### EXERCISE DESCRIPTION
Return, from the material below, each line in which "added" occurs.

### MATERIAL PROVIDED
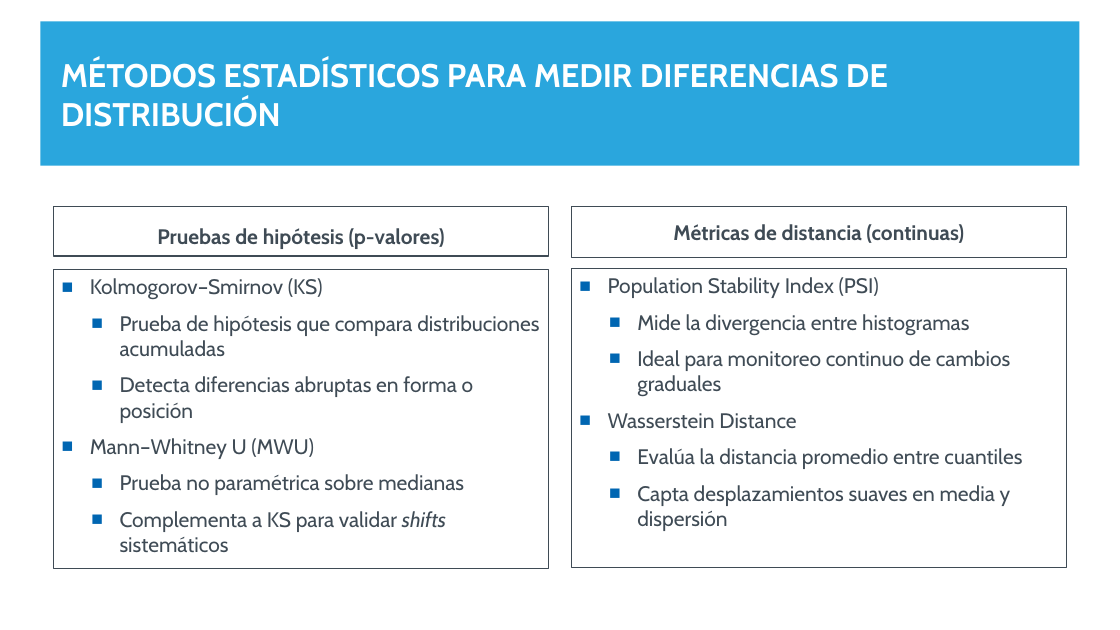
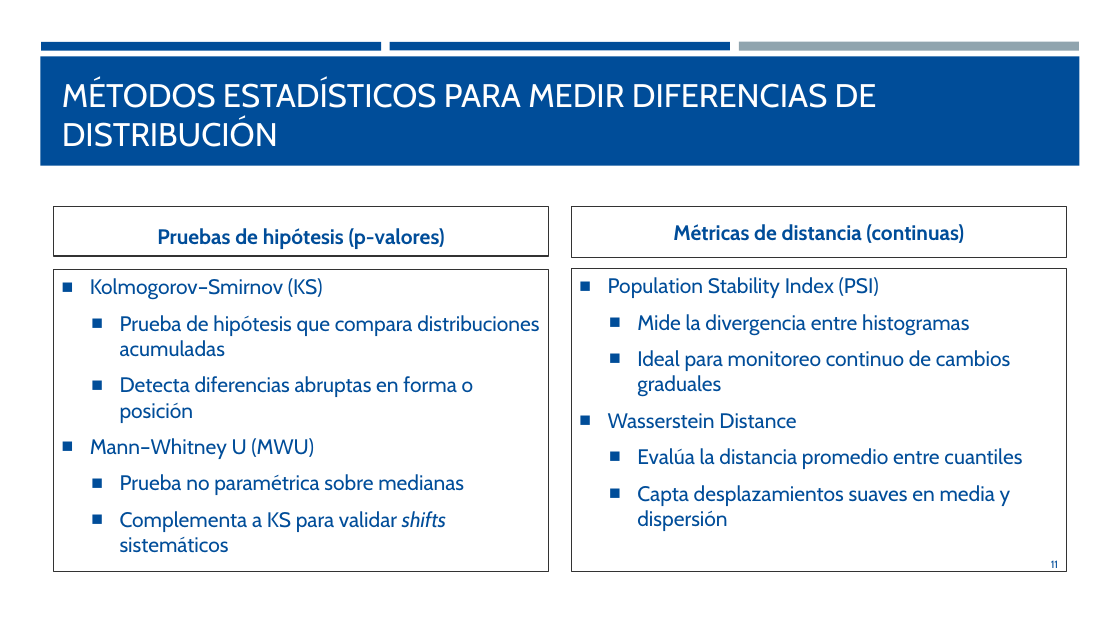
Before and after one commit to fchiapped/Proyecto-Grado, a slide deck: slide 11 of Entregas/UC/Entrega 3/Entrega 3.pptx. Drawn at 1120x630 pixels with LibreOffice and Linux fonts; fonts in the diff are those of the drawing. Boxes give left, top, right and bottom in pixels: in the first picture for what was removed or moved away, otherwise in the second. Text is boxed around its words. In the diff, an @@ line names an element or a change of style, - is before the commit and + after.

```diff
--- a/Entregas/UC/Entrega 3/Entrega 3.pptx
+++ b/Entregas/UC/Entrega 3/Entrega 3.pptx
@@ rectangle at bbox=[40, 56, 1080, 166]: fill #2AA6DD to #004D99 @@
@@ rectangle: place and size @@
-rectangle at bbox=[40, 21, 1080, 166]
+rectangle at bbox=[40, 56, 1080, 166]
@@ rectangle at bbox=[41, 42, 381, 50]: fill #2AA6DD to #004D99 @@
@@ rectangle added at bbox=[390, 42, 730, 50], fill #004D99 @@
@@ rectangle at bbox=[739, 42, 1079, 51]: fill #BFDDEE to #90A4AE @@
@@ title "MÉTODOS ESTADÍSTICOS PARA MEDIR DIFERENCIAS ...": place and size @@
-title "MÉTODOS ESTADÍSTICOS PARA MEDIR DIFERENCIAS ..." at bbox=[61, 59, 888, 127]
+title "MÉTODOS ESTADÍSTICOS PARA MEDIR DIFERENCIAS ..." at bbox=[62, 80, 877, 147]
@@ title "MÉTODOS ESTADÍSTICOS PARA MEDIR DIFERENCIAS ..." at bbox=[62, 80, 877, 147]: bold off; vertical alignment middle to bottom @@
@@ rectangle "Pruebas de hipótesis (p-valores)" at bbox=[54, 207, 549, 256]: text colour #3F4B55 to #004D99; outline #3F4B55 1 pt to #333333 1 pt @@
@@ rectangle "Métricas de distancia (continuas)" at bbox=[571, 207, 1067, 258]: text colour #3F4B55 to #004D99; outline #3F4B55 1 pt to #333333 1 pt @@
@@ rectangle "Population Stability Index (PSI)" at bbox=[571, 269, 1067, 571]: text colour #3F4B55 to #004D99; bullet colour #0066B2 to #004D99; outline #3F4B55 1 pt to #333333 1 pt @@
@@ rectangle "Kolmogorov–Smirnov (KS)" at bbox=[54, 270, 549, 571]: text colour #3F4B55 to #004D99; bullet colour #0066B2 to #004D99; outline #3F4B55 1 pt to #333333 1 pt @@
@@ page number added at bbox=[1051, 560, 1058, 568], 9 pt, text #004D99 @@
+11
```
Also in this commit, not shown: 12 other slides changed, 23 other files.

### EXERCISE RESPONSE
@@ rectangle added at bbox=[390, 42, 730, 50], fill #004D99 @@
@@ page number added at bbox=[1051, 560, 1058, 568], 9 pt, text #004D99 @@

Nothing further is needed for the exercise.